シロさんとエデンさんが静かに睨み合っており、なぜそこに居るのかは分からないが、リリアさんと、エリスさんと、香織さんが近くで青ざめた表情を浮かべていた。
特にエリスさんがやばそうというか、エデンさんは立ち位置的に我が子である香織さんを庇うような立ち位置で、リリアさんはシロさんの近くにいて……エリスさんはなんか、シロさんとエデンさんの中間と言っていい位置にいた。
シロさんやエデンさんの魔力は上位者のものであり、かなり強烈な威圧感を与えると聞いた覚えがある。まぁ、本人たちがある程度調整はできるだろうが、険悪さを感じる状態だと互いに威圧し合っているといってもいいかもしれない。
エデンさんが我が子である香織さんを威圧したりはしないだろうし、リリアさんはそもそも伯爵級並みに強い……そんな中で、シロさんとエデンさんの静かなぶつかり合いともいえる威圧感の中にいるエリスさんは、本当にいまにも気絶しそうな顔色というか……むしろよく持ちこたえてるものだと思ったレベルだ。

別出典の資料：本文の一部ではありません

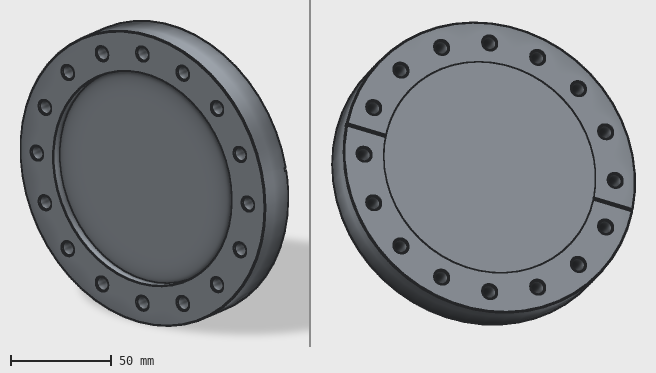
import cadquery as cq

outer_diameter = 151.6
thickness = 19.9
rim_chamfer = 0.5
bore_diameter = 110.0
bore_chamfer = 0.3

disc_recess = 5.3

bolt_count = 16
bolt_circle_diameter = 130.4
bolt_hole_diameter = 6.8
countersink_diameter = 8.0

bolt_pitch_angle = 360 / bolt_count
groove_width = 1.4
groove_depth = 1.5
groove_angles = (bolt_pitch_angle / 2, 180 + bolt_pitch_angle / 2)

outer_radius = outer_diameter / 2
bolt_circle_radius = bolt_circle_diameter / 2
open_face_y = -thickness / 2
mating_face_y = thickness / 2


def cylinder_along_y(diameter, length, start_y):
    """Cylinder on the Y axis that runs from start_y toward +Y."""
    return cq.Workplane("XZ").workplane(offset=-start_y).circle(diameter / 2).extrude(-length)


def make_bolt_hole():
    """Cutter for one bolt hole on the Y axis, countersunk at both faces."""
    hole_radius = bolt_hole_diameter / 2
    sink_radius = countersink_diameter / 2
    sink_depth = sink_radius - hole_radius
    return (
        cq.Workplane("XY")
        .moveTo(0, open_face_y)
        .lineTo(sink_radius, open_face_y)
        .lineTo(hole_radius, open_face_y + sink_depth)
        .lineTo(hole_radius, mating_face_y - sink_depth)
        .lineTo(sink_radius, mating_face_y)
        .lineTo(0, mating_face_y)
        .close()
        .revolve(360, (0, 0, 0), (0, 1, 0))
    )


def make_leak_groove(angle):
    """Cutter for one groove in the mating face, from the ring axis out to the rim."""
    groove = cq.Workplane("XY").box(outer_radius, groove_depth, groove_width, centered=(False, False, True))
    groove = groove.translate((0, mating_face_y - groove_depth, 0))
    return groove.rotate((0, 0, 0), (0, -1, 0), angle)


def make_ring():
    """Ring with chamfered rim and bore, bolt holes and leak-check grooves."""
    ring = cylinder_along_y(outer_diameter, thickness, open_face_y)
    ring = ring.faces("<Y or >Y").edges().chamfer(rim_chamfer)
    ring = ring.cut(cylinder_along_y(bore_diameter, thickness, open_face_y))
    ring = ring.faces("<Y").edges(cq.selectors.RadiusNthSelector(0)).chamfer(bore_chamfer)

    bolt_hole = make_bolt_hole().translate((bolt_circle_radius, 0, 0))
    for i in range(bolt_count):
        ring = ring.cut(bolt_hole.rotate((0, 0, 0), (0, 1, 0), i * bolt_pitch_angle))

    for angle in groove_angles:
        ring = ring.cut(make_leak_groove(angle))
    return ring.solids()


def make_disc():
    """Plain disc that fills the bore behind the recess."""
    return cylinder_along_y(bore_diameter, thickness - disc_recess, open_face_y + disc_recess)


ring = make_ring()
disc = make_disc()

result = cq.Compound.makeCompound([ring.val(), disc.val()])

幸いだったのは、まだ周囲に騒ぎが広がったりはしておらず、本当にその一角だけという感じなので、いまの内に抑えれば大きな騒ぎにはならないだろうという点だった。
「……カナーリスさん、すみません。ちょっとあそこに連れて行ってもらえますか?」
「はいはい、お任せを。移動に便利なゴッドです」
アインさんに頼むという手もあったのだが、シロさんとエデンさんが睨み合ってる場所にアインさんが近づけるのか分からなかったので、確実に行けるであろうカナーリスさんに頼んで座っていた椅子から立ち上がる。
するとその直後に俺はシロさんとエデンさんの間に出現していた。
「……落ち着いてください、シロさん、エデンさん……いや、なにがあったかはしりませんが、とりあえず喧嘩は止めてください」
「カ、カイト様……」
丁度エリスさんの近くだったこともあり、その表情が見えたが……救世主が現れたかのような表情をしていた。うん、気持ちは凄く分かるというか、相当恐ろしかったと思うので早めに気付けてよかった。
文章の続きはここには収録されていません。